Case ID: pa-super_106/html/0053-01.html
Source: Caselaw Access Project
Author: {"author": "Keller, J.,", "license": "Public Domain", "url": "https://static.case.law/"}
Date Created: 2024-08-24T03:29:51.129683

Appeal of Joe Curcio.
    
      Argued April 20, 1932.
    Before Trexlbr, P. J., Keller, Gawthrop, Cunningham, Baldrige, Stadtfeld and Parker, JJ.
    
      
      John M. Bennett, for appellant.
    
      Albert W. Stenger, Assistant District Attorney, and with him W. Lloyd Eibbs, District Attorney, for appellee.
    July 14, 1932:
   Opinion by

Keller, J.,

About ten o’clock in the morning of November 8, 1930 two county detectives raided the billiard room of Joe Curcio in the City of Johnstown. They found all the equipment and paraphernalia used in the “number” game, an illegal lottery. See Com. v. Banks, 98 Pa. Superior Ct. 432. They also found several men counting and sorting money which was spread out on a table, and putting it up into packages of bills, quarters, dimes, nickels, etc. There was also some money in a cigar box. The detectives confiscated the gambling paraphernalia, and seized the money found, amounting to $915.65. Curcio was indicted and pleaded guilty to the charge of operating and maintaining a lottery.

He subsequently presented a petition to the court of quarter sessions asking for the return to him of the money seized by the detectives. In his petition he alleged that the money in the cigar box amounting to $320 was derived from the operation of his billiard tables and not connected in any manner with the lottery. As to the rest of the money, his petition averred : “Your petitioner admits that the balance of $595.65 was money paid in by persons engaging in said lottery, but said sum belongs to your petitioner as operator of said lottery.”

After hearing, the court ordered $320 to be returned to the petitioner, but refused to order the return of the remainder. From this order the petitioner appealed.

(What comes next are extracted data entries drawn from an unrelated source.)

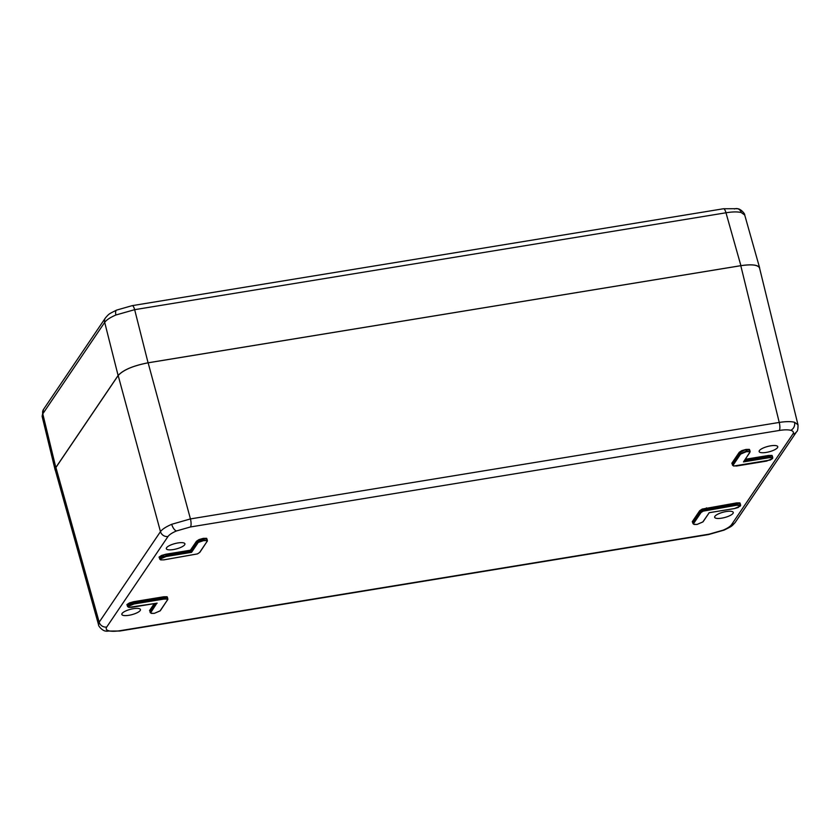 <?xml version="1.0" encoding="UTF-8"?>
<svg xmlns="http://www.w3.org/2000/svg" width="840" height="840" viewBox="0 0 840 840"><rect width="100%" height="100%" fill="white"/><g stroke="black" fill="none" stroke-linecap="round" stroke-linejoin="round"><path stroke-width="1.26" d="M744.681 215.009L741.226 212.531C737.604 211.638 732.522 211.722 725.981 212.783L134.662 309.677L115.92 314.99C110.187 317.468 106.449 319.935 104.695 322.371A6.384 5.807 -145.9 0 1 105.441 317.898L105.441 317.898C109.011 313.929 108.181 314.265 116.666 310.086L132.163 305.655A6.384 1.911 80.7 0 1 134.662 309.677L148.071 362.796L740.901 265.661L725.981 212.783A6.384 1.911 80.7 0 0 723.492 208.751L737.604 208.719A6.384 5.45 -75.1 0 0 734.412 208.982M759.717 268.674L759.644 267.908C758.09 264.81 751.842 264.065 740.901 265.661M148.071 362.796C133.14 365.715 123.155 369.947 118.104 375.501L104.695 322.371L42.788 413.847L42.157 416.315M55.818 467.523L55.157 470.022L42.116 416.325L43.533 409.374A6.384 5.807 -145.9 0 0 42.788 413.847L55.818 467.523L118.104 375.501M55.157 470.022L55.471 470.726M108.854 630.808A6.384 5.45 104.9 0 1 105.662 631.061C102.533 630.956 98.112 625.884 98.553 624.771L55.282 470.054L55.923 467.481L99.183 622.178L160.472 531.625C162.246 529.221 165.995 526.774 171.717 524.297L190.439 518.92L779.236 422.436C785.788 421.428 790.881 421.365 794.504 422.247L797.979 424.778L759.56 268.023C758.09 264.873 751.842 264.096 740.796 265.703L148.134 362.817L190.439 518.92A6.384 1.911 -99.3 0 1 190.491 526.953L176.442 530.964C172.116 532.822 169.312 534.66 168.021 536.476L106.722 627.029C105.578 628.824 106.292 630.084 108.854 630.808C111.562 631.481 115.374 631.428 120.299 630.651L709.097 534.167L723.146 530.156C727.461 528.297 730.275 526.46 731.567 524.643L792.855 434.091C794.01 432.296 793.296 431.036 790.724 430.3C788.025 429.629 784.214 429.681 779.289 430.469L190.491 526.953M168.021 536.476A6.384 5.807 34.1 0 1 160.472 531.625L118.167 375.512L55.923 467.481M118.167 375.512C123.218 369.968 133.203 365.736 148.134 362.817M173.387 549.559A9.618 2.761 165.3 0 0 184.926 543.837A9.618 2.761 165.3 0 0 174.919 543.585A9.618 2.761 165.3 0 0 166.331 548.72A9.618 2.761 165.3 0 0 173.387 549.559M726.191 511.55A9.618 2.761 165.3 0 0 714.662 517.303A9.618 2.761 165.3 0 0 724.658 517.524A9.618 2.761 165.3 0 0 733.268 512.421A9.618 2.761 165.3 0 0 726.191 511.55M766.216 452.424A9.618 2.761 -14.7 0 1 759.15 451.574A9.618 2.761 -14.7 0 1 767.75 446.45A9.618 2.761 -14.7 0 1 777.756 446.691A9.618 2.761 -14.7 0 1 766.216 452.424M133.371 608.696A9.618 2.761 -14.7 0 1 140.438 609.567A9.618 2.761 -14.7 0 1 131.838 614.67A9.618 2.761 -14.7 0 1 121.842 614.45A9.618 2.761 -14.7 0 1 133.371 608.696M159.464 558.159L159.033 557.099L161.564 555.45L165.774 554.243L159.537 557.413L159.747 559.146L162.204 557.088L166.11 555.975L191.142 551.87L190.407 550.2L196.497 541.223L199.017 539.563L203.228 538.367L206.651 538.314L207.186 539.606M203.542 540.635L197.327 542.745L203.542 540.099L207.417 540.593L206.399 538.85L203.228 538.902L196.991 541.548L190.816 550.673L165.784 554.778L166.11 556.51L160.377 558.936L160.923 559.892L163.853 559.85L197.431 553.907L199.584 552.5L206.987 541.569L206.441 540.593L203.542 540.635L203.228 538.367M733.73 466.032L732.679 464.741L740.082 453.81L746.298 451.164L750.173 451.657L749.154 449.915L745.983 449.957L746.298 451.7L740.586 454.125L733.183 465.066L733.73 466.032L770.227 460.047L772.37 458.651L771.824 457.695L768.894 457.737L768.894 457.202L772.8 457.695L771.782 455.942L744.986 459.869M732.27 464.3L731.84 463.239L739.252 452.288L741.773 450.629L745.983 449.431L739.756 452.603L732.344 463.554L732.553 465.286M740.544 505.669L736.764 505.207L703.185 511.151L701.033 512.558L693.63 523.488L694.176 524.454L693.137 523.173L700.539 512.232L702.87 510.709L736.764 504.672L740.67 505.166L739.651 503.423L736.481 503.465L702.545 509.502L700.203 511.035L692.79 521.986L693 523.719M156.849 603.204L150.875 612.423L151.421 613.389L154.319 613.357L160.03 610.932L167.433 599.991L166.887 599.025L163.968 599.067L163.968 598.532L167.874 599.025L166.856 597.282L133.644 602.249L127.407 604.895L128.363 607.173M149.961 611.667L150.245 612.654M159.033 557.099L160.377 558.936M163.968 599.067L133.98 603.981L128.247 606.407L127.743 606.081L130.074 604.569L133.98 603.446L163.968 598.532L163.674 596.788L167.108 596.747L167.643 598.038M151.421 613.389L150.381 612.108L156.334 603.309M127.617 606.606L126.903 604.569L129.434 602.921L133.644 601.713L163.674 596.788M772.37 458.651L772.8 457.695M694.176 524.454L697.074 524.423L693.746 524.276M98.574 624.76L99.183 622.178A6.384 5.807 34.1 0 0 106.722 627.029M697.074 524.423L702.797 521.986L709.223 512.683M743.862 461.307L749.742 452.624L749.196 451.657L746.298 451.7M197.831 543.06L191.552 552.342L191.142 551.87L197.327 542.745L196.497 541.223M741.226 212.531A6.384 5.45 -75.1 0 0 737.604 208.719C740.744 208.834 745.154 213.906 744.712 214.998L759.644 267.908M115.92 314.99A6.384 2.761 -113 0 1 116.666 310.086M149.53 610.596L154.234 603.645M127.334 605.64L126.903 604.569M692.716 522.732L692.286 521.661L699.699 510.709L702.23 509.061L736.47 502.929L739.904 502.887L740.439 504.168M745.983 449.431L749.406 449.379L749.942 450.671M745.395 459.27L768.6 455.459L772.034 455.417L772.569 456.687M165.774 554.243L190.407 550.2M206.651 538.314L206.399 538.85M772.034 455.417L771.782 455.942M749.406 449.379L749.154 449.915M733.183 465.066L731.84 463.239M739.904 502.887L739.651 503.423M693.63 523.488L692.286 521.661M706.44 507.854L706.776 510.122M133.98 603.981L133.644 601.713M167.108 596.747L166.856 597.282M176.442 530.964A6.384 2.761 -113 0 1 171.717 524.297M105.662 631.061L119.784 631.029A6.384 1.911 -99.3 0 0 120.299 630.651M790.724 430.3A6.384 5.45 -75.1 0 0 794.504 422.247M779.289 430.469A6.384 1.911 -99.3 0 0 779.236 422.436L740.796 265.703M723.146 530.156A6.384 2.761 67 0 0 724.08 530.114L724.08 530.114C732.564 525.945 731.735 526.27 735.304 522.302L796.593 431.75C797.601 431.277 798.063 428.946 798 424.778M731.567 524.643A6.384 5.807 34.1 0 0 735.304 522.302M206.441 540.593L206.692 540.067M191.552 552.342L166.11 556.51M159.747 559.135L160.713 559.902L163.853 559.85M128.247 606.407L128.793 607.362L131.722 607.32L157.153 603.151M128.793 607.362L156.996 603.194M167.433 599.991L160.282 610.775L154.287 613.379L150.99 613.211M166.887 599.025L167.139 598.49M155.043 603.519L150.034 610.922L150.875 612.423M740.586 454.125L739.252 452.288M768.894 457.737L743.463 461.906M771.824 457.695L772.075 457.159M749.196 451.657L749.448 451.122M736.575 466.001L733.288 465.843M744.03 461.276L768.894 457.202L768.6 455.459M701.033 512.558L699.699 510.709M709.065 512.715L734.506 508.546L740.24 506.121M739.694 505.166L739.946 504.63M736.47 502.929L736.764 505.207M724.08 530.114L708.582 534.555A6.384 1.911 -99.3 0 0 709.097 534.167M792.855 434.091A6.384 5.807 34.1 0 0 796.593 431.75M206.987 541.569L199.826 552.342L197.495 553.907L163.821 559.871M132.163 305.655L723.492 208.751M43.533 409.374L105.441 317.898M736.617 466.011L766.605 461.097L772.622 458.493M709.159 512.715L734.475 508.568L738.161 507.518L740.67 505.166M697.043 524.444L703.038 521.829L709.212 512.715M119.784 631.029L708.582 534.555M167.685 599.833L167.874 599.025M743.778 461.643L750.173 451.657M207.228 541.412L207.417 540.593"/></g></svg>
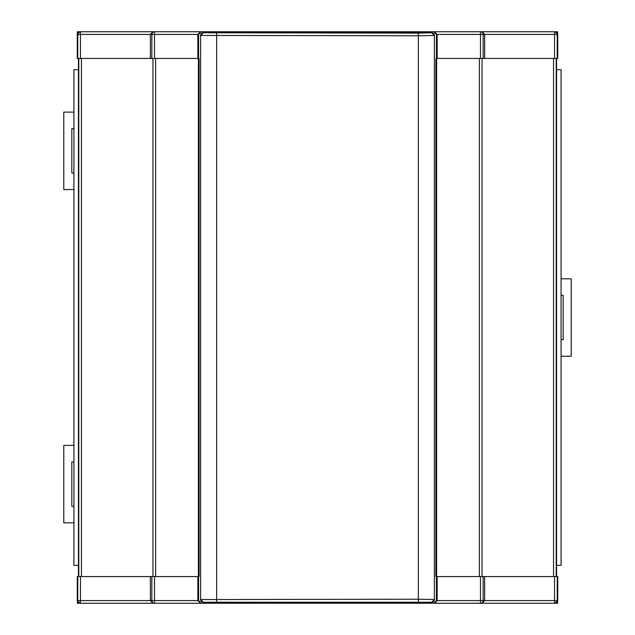 <?xml version="1.0" encoding="UTF-8"?>
<svg xmlns="http://www.w3.org/2000/svg" width="635" height="635" viewBox="0 0 635 635"><rect width="100%" height="100%" fill="white"/><g stroke="black" fill="none" stroke-linecap="round" stroke-linejoin="round"><path stroke-width="0.95" d="M198.572 576.548L198.572 600.583L201.239 603.25L79.931 603.25L77.264 600.583L77.78 600.583L77.78 576.548L199.112 576.548L199.112 58.452L198.572 58.452L198.572 34.417L197.858 34.417L200.485 31.75L201.239 31.75L198.572 34.417M77.78 576.548L77.264 576.548L77.264 600.583M200.604 599.567L200.604 599.567A2.667 2.667 -146.3 0 0 203.279 602.234L200.604 599.567L200.604 35.433L203.279 32.766L418.37 33.107L418.37 35.782L200.604 35.433L200.604 599.567L418.37 599.218L434.396 599.567L431.721 602.234L203.279 602.234L431.721 602.234A2.667 2.667 -33.7 0 0 434.396 599.567L434.396 35.433L418.37 35.782L418.37 601.893M200.604 35.433A2.667 2.667 -33.7 0 1 203.279 32.766L431.721 32.766L434.396 35.433L434.396 599.567M410.94 603.25L434.515 603.25L433.761 603.25L436.428 600.583L436.428 576.548L435.888 576.548L435.888 58.452L436.428 58.452L436.428 34.417L433.761 31.75L201.239 31.75M433.761 603.25L201.239 603.25M484.64 576.548L557.736 576.548L557.736 600.583L555.069 603.25L434.515 603.25L437.142 600.583L480.473 600.583L480.473 576.548L484.64 576.548L484.64 600.583L482.013 603.25M436.428 576.548L480.473 576.548M150.36 576.548L150.36 600.583L151.852 600.583L151.852 576.548M197.858 576.548L197.858 600.583L198.572 600.583M437.142 576.548L437.142 600.583L436.428 600.583M154.527 576.548L154.527 600.583L197.858 600.583L200.485 603.25L224.06 603.25M556.562 58.452L556.562 576.548M482.036 58.452L482.036 576.548M436.618 58.452L436.618 576.548M198.382 58.452L198.382 576.548M152.964 58.452L152.964 576.548M78.438 58.452L78.438 576.548M556.562 565.325L561.078 565.325L561.078 69.675L556.562 69.675M78.438 69.675L73.922 69.675L73.922 565.325L78.438 565.325M80.447 58.452L150.36 58.452L150.36 34.417L80.447 34.417L80.447 58.452L77.264 58.452L77.264 34.417L79.931 31.75L200.485 31.75M197.858 58.452L197.858 34.417L154.527 34.417L154.527 58.452L198.572 58.452M154.527 58.452L151.852 58.452L151.852 34.417L150.36 34.417L152.987 31.75M150.36 58.452L151.852 58.452M484.64 58.452L484.64 34.417L483.148 34.417L483.148 58.452L554.553 58.452L554.553 34.417L484.64 34.417L482.013 31.75L555.069 31.75L557.736 34.417L557.22 34.417L557.22 58.452L557.736 58.452L557.736 34.417M483.148 58.452L480.473 58.452L480.473 34.417L436.428 34.417M436.428 58.452L480.473 58.452M557.22 58.452L554.553 58.452M437.142 58.452L437.142 34.417L434.515 31.75L482.013 31.75M433.761 31.75L410.94 31.75M197.35 31.75L224.06 31.75M152.987 603.25L150.36 600.583L77.78 600.583A2.667 2.667 -90 0 0 80.447 603.25L80.447 576.548M554.553 31.75L554.553 34.417L557.22 34.417A2.667 2.667 -90 0 0 554.553 31.75L557.625 31.75L557.625 33.647M483.148 576.548L483.148 600.583L554.553 600.583L554.553 603.25L557.625 603.25L557.625 601.353M77.375 601.353L77.375 603.25L80.447 603.25M77.78 58.452L77.78 34.417A2.667 2.667 90 0 1 80.447 31.75L77.375 31.75L77.375 33.647M447.286 603.25L481.473 603.25M409.9 603.25L436.61 603.25M198.39 603.25L225.1 603.25M153.527 603.25L154.527 603.25L154.527 600.583L151.852 600.583A2.667 2.667 -90 0 0 154.527 603.25M154.527 31.75A2.667 2.667 -90 0 0 151.852 34.417L154.527 34.417L154.527 31.75L153.527 31.75M225.1 31.75L198.39 31.75M436.61 31.75L409.9 31.75M481.473 31.75L480.473 31.75L480.473 34.417L483.148 34.417A2.667 2.667 -90 0 0 480.473 31.75M561.078 356.251L571.206 356.251L571.206 278.805L561.078 278.805M561.078 295.362L563.189 295.362L563.189 339.693L561.078 339.693M73.922 445.397L63.794 445.397L63.794 522.843L73.922 522.843M73.922 506.286L71.811 506.286L71.811 461.955L73.922 461.955M73.922 112.109L63.794 112.109L63.794 189.555L73.922 189.555M73.922 172.998L71.811 172.998L71.811 128.667L73.922 128.667M557.22 576.548L557.22 600.583L554.553 600.583L554.553 576.548M554.553 603.25A2.667 2.667 -90 0 0 557.22 600.583L557.736 600.583M556.212 58.452L556.212 576.548M553.561 58.452L553.561 576.548M479.385 58.452L479.385 576.548M216.63 33.107L216.63 601.893M155.615 58.452L155.615 576.548M81.439 58.452L81.439 576.548M78.788 58.452L78.788 576.548M80.447 31.75L80.447 34.417L77.264 34.417M418.37 33.107L431.721 32.766A2.667 2.667 -146.3 0 1 434.396 35.433M480.473 600.583L480.473 603.25A2.667 2.667 90 0 0 483.148 600.583L480.473 600.583"/></g></svg>

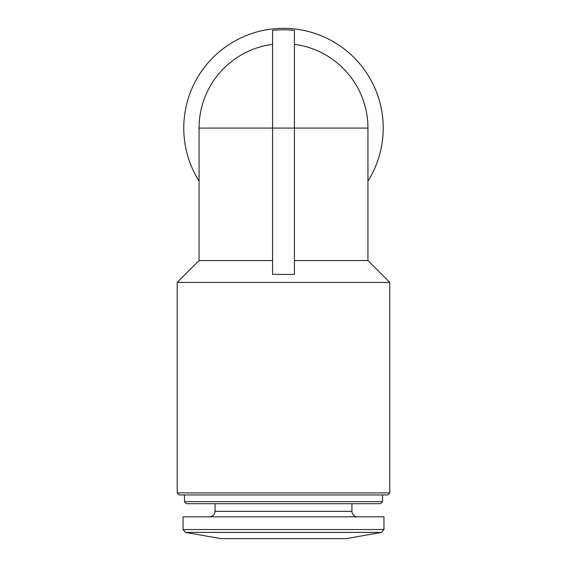 <?xml version="1.0" encoding="UTF-8"?>
<svg xmlns="http://www.w3.org/2000/svg" width="567" height="567" viewBox="0 0 567 567"><rect width="100%" height="100%" fill="white"/><g stroke="black" fill="none" stroke-linecap="round" stroke-linejoin="round"><path stroke-width="0.85" d="M272.578 260.572L199.06 260.572L199.06 128.078A84.44 84.44 0 0 1 272.578 44.346M294.422 44.346A84.44 84.44 0 0 1 367.94 128.078L272.578 128.078L272.578 274.4L294.422 274.4L294.422 30.412A98.275 98.275 0 0 0 272.578 30.412A98.275 98.275 0 0 1 294.422 30.412A98.275 98.275 0 0 0 272.578 30.412L272.578 128.078L199.06 128.078M294.422 260.572L367.94 260.572L367.94 128.078M177.216 492.914L389.784 492.914L387.722 494.97L179.278 494.97L177.216 492.914L177.216 282.409L389.784 282.409L367.94 260.572M199.06 181.142A99.728 99.728 0 0 1 283.5 28.35A99.728 99.728 0 0 1 367.94 181.142M185.444 532.399L381.556 532.399L346.104 538.65L220.896 538.65L185.444 532.399L183.042 529.535L183.042 516.813L383.958 516.813L383.958 529.535L183.042 529.535M215.07 503.709L215.07 511.349C214.751 514.666 212.93 516.487 209.613 516.813M382.505 501.646L184.495 501.646L186.557 503.709L380.443 503.709L382.505 501.646L382.505 494.97M184.495 501.646L184.495 494.97M215.07 511.349L351.93 511.349C352.249 514.666 354.07 516.487 357.387 516.813M199.06 260.572L177.216 282.409M381.556 532.399L383.958 529.535M351.93 511.349L351.93 503.709M389.784 492.914L389.784 282.409"/></g></svg>

Curcio testified that he was the agent or representative of a Pittsburgh “backer”, or proprietor of the lottery. That he sold tickets up to 9:00 o’clock in the evening for the prizes to be ascertained and paid the next day. The prize winners were announced the next morning between 11:30 and 12:00 o’clock. The duplicate tickets and money were sent by runner or messenger to Pittsburgh, so as to arrive before the winning numbers were announced. Curcio testified on cross-examination. “Q. Then your intention, Joe, was to take this money and turn it and the box [containing the duplicate tickets, etc.] over to the runner at Mundáy’s Corner? A. Eight. He would pick up at Altoona and I would meet him at Munday’s Corner, and he would go on to Pittsburgh.”

It is true that he testified in chief that this money had been paid in on previous occasions and was kept by him to make change and pay prizes before the money arrived from Pittsburgh, but his testimony was inconsistent, and taken in connection with the above admission, the averment in the petition already quoted and the evidence of the detectives as to what they saw and found with reference to this money on the table at the time they made the raid, the court was not bound to believe his statement in this regard.

If this money represented money that had been paid in by purchasers of tickets the day before, and was seized before there had been any determination or awarding of prizes, as was the case, then the money belonged to the purchasers of the tickets and not to this petitioner, who stood as a sort of stakeholder with moneys of others placed in his hands by virtue of the gambling transaction. See Conklin v. Conway, 18 Pa. 329. The fact that he may have subsequently remitted money of his own to the Pittsburgh “backer”, or later may have paid the prizes to the winning ticket-holders, would not transfer property in the money to him, and authorize him to use the machinery of the law to recover it: Seidenbender v. Charles, 4 S. & R. 151, 173.

The question argued by the appellant, that money seized by officers in a raid on a gambling place does not constitute a gambling device, which may be confiscated and destroyed, does not arise in this case.

We find no error in the court’s action.

The assignment of error is overruled and the order of the court below is affirmed at the costs of the appellant.